Task data

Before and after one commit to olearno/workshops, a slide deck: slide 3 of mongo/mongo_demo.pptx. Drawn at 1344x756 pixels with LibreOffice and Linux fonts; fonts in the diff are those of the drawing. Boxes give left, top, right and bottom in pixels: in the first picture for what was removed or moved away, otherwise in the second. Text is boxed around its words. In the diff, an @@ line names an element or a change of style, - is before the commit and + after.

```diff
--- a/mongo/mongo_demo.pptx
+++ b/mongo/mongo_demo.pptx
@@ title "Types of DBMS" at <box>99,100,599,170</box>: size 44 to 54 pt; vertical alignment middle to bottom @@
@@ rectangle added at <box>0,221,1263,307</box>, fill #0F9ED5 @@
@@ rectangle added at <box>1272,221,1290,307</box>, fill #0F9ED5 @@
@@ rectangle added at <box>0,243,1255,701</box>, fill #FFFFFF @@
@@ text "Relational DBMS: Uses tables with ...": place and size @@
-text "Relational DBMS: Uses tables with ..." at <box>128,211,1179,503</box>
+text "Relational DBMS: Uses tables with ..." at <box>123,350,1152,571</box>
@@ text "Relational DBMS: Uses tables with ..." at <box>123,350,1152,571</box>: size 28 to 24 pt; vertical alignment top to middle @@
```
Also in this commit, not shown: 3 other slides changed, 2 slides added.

The problem
The material above needs to be copied out in full, exactly as given.

Written response
Before and after one commit to olearno/workshops, a slide deck: slide 3 of mongo/mongo_demo.pptx. Drawn at 1344x756 pixels with LibreOffice and Linux fonts; fonts in the diff are those of the drawing. Boxes give left, top, right and bottom in pixels: in the first picture for what was removed or moved away, otherwise in the second. Text is boxed around its words. In the diff, an @@ line names an element or a change of style, - is before the commit and + after.

```diff
--- a/mongo/mongo_demo.pptx
+++ b/mongo/mongo_demo.pptx
@@ title "Types of DBMS" at <box>99,100,599,170</box>: size 44 to 54 pt; vertical alignment middle to bottom @@
@@ rectangle added at <box>0,221,1263,307</box>, fill #0F9ED5 @@
@@ rectangle added at <box>1272,221,1290,307</box>, fill #0F9ED5 @@
@@ rectangle added at <box>0,243,1255,701</box>, fill #FFFFFF @@
@@ text "Relational DBMS: Uses tables with ...": place and size @@
-text "Relational DBMS: Uses tables with ..." at <box>128,211,1179,503</box>
+text "Relational DBMS: Uses tables with ..." at <box>123,350,1152,571</box>
@@ text "Relational DBMS: Uses tables with ..." at <box>123,350,1152,571</box>: size 28 to 24 pt; vertical alignment top to middle @@
```
Also in this commit, not shown: 3 other slides changed, 2 slides added.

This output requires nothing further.